For many years, there was much contention between some of my colleagues – “Which is the better fracturing model, Perkins-Kern-Nordgren (PKN) or Geertsma-deKlerk (GdK)?” Feelings ran high. The Perkinicans versus the Geertsmocrats. No one would give an inch. Was at an SPE fracturing forum one time and mentioned this to Jahns Geertsma. His reply – “GdK applies where fracture heights exceed fracture lengths. PKN applies where fracture lengths exceed fracture heights. They both apply when fracture lengths nearly equal heights.” I asked Tom Perkins about this – “Confirmed”. Both said “It’s in the literature!”
I don’t know if the fracturing political party members have shaken hands yet. Doesn’t matter. New and improved fracturing models have come on the scene. They tell us exactly what we tell them to tell us when we give them the input data. Doesn’t seem to matter sometimes how credible that input data is. Regardless, those models spit out the “Ground Truth” in lightening speed, with animated propagation geometry and conductivity pictures – all in dazzling colors. No question about it – the “Ground Truth!”.
The friends I’ve made during my career in fracturing: Many friends – Great friends – Long time friends – Like family. We all agree on the same thing: “Hydraulic fracturing is a really stimulating technology”. And, sometimes that may be the only thing we agree on. But, I wouldn’t trade them for anything. Well, maybe one or two.

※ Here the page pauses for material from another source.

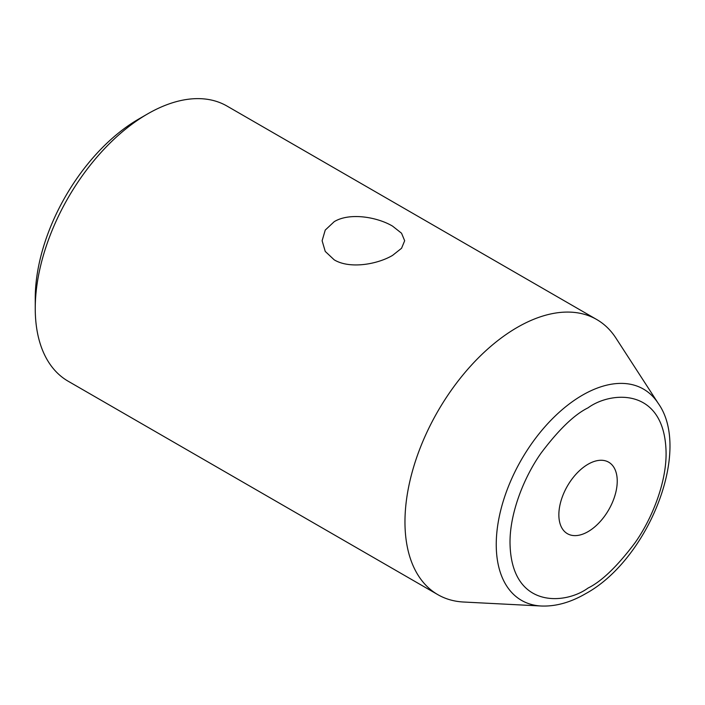 <?xml version="1.0" encoding="UTF-8"?>
<svg xmlns="http://www.w3.org/2000/svg" width="705" height="705" viewBox="0 0 705 705"><rect width="100%" height="100%" fill="white"/><g stroke="black" fill="none" stroke-linecap="round" stroke-linejoin="round"><path stroke-width="1.06" d="M463.573 602.017A158.854 91.721 -60 0 1 437.867 594.667A158.854 91.721 -60 0 1 413.518 467.371A158.854 91.721 -60 0 1 517.294 327.384A158.854 91.721 -60 0 1 596.721 319.515A158.854 91.721 -60 0 1 615.941 338.1L658.241 403.375A121.974 70.421 -60 0 0 582.489 395.144A121.974 70.421 -60 0 0 498.911 518.413A121.974 70.421 -60 0 0 541.246 606.009L463.573 602.017M392.579 255.386C377.245 264.463 349.592 269.204 334.205 259.837L325.234 251.412L322.114 240.74L325.243 230.077L334.205 221.678C349.565 212.284 377.254 216.999 392.579 226.138L401.542 233.223L404.67 240.74L401.55 248.275L392.579 255.386M35.25 308.49L35.25 298.277A146.349 84.494 120 0 1 138.735 119.039L147.574 113.937A158.854 91.721 120 0 0 147.574 113.937A158.854 91.721 120 0 0 35.25 308.49A158.854 91.721 120 0 0 68.147 381.211L437.867 594.667M588.049 464.242A41.278 23.829 -60 0 1 608.688 462.198A41.278 23.829 -60 0 1 615.016 495.271A41.278 23.829 -60 0 1 588.049 531.649A41.278 23.829 -60 0 1 567.41 533.694A41.278 23.829 -60 0 1 561.083 500.612A41.278 23.829 -60 0 1 588.049 464.242M596.721 319.515L227.01 106.067A158.854 91.721 120 0 0 147.583 113.928L138.735 119.039M588.049 407.834C610.874 391.028 665.026 386.807 666.084 452.892C666.401 483.295 651.632 519.497 634.87 543C617.219 566.406 601.612 581.422 588.049 588.049C565.225 604.855 511.081 609.076 510.015 543C509.706 512.588 524.467 476.386 541.228 452.883C558.88 429.477 574.487 414.461 588.049 407.834M541.246 606.009C555.663 606.582 570.398 602.502 585.458 593.777C647.745 560.149 692.204 450.865 658.241 403.375"/></g></svg>

We’ve come a long, long way in our fracturing technology over the 50 years since I first got involved. Learned a lot. Big improvements – equipment, techniques, models, analytics, fluid systems, proppants, etc.
But, I’d still like to know some things about those fractures, like: How deeply they go?; How deeply in one direction versus the opposite direction?; How high they go?; How wide they are?; How many are there?; What they really look like?; And, well, maybe just one or two others?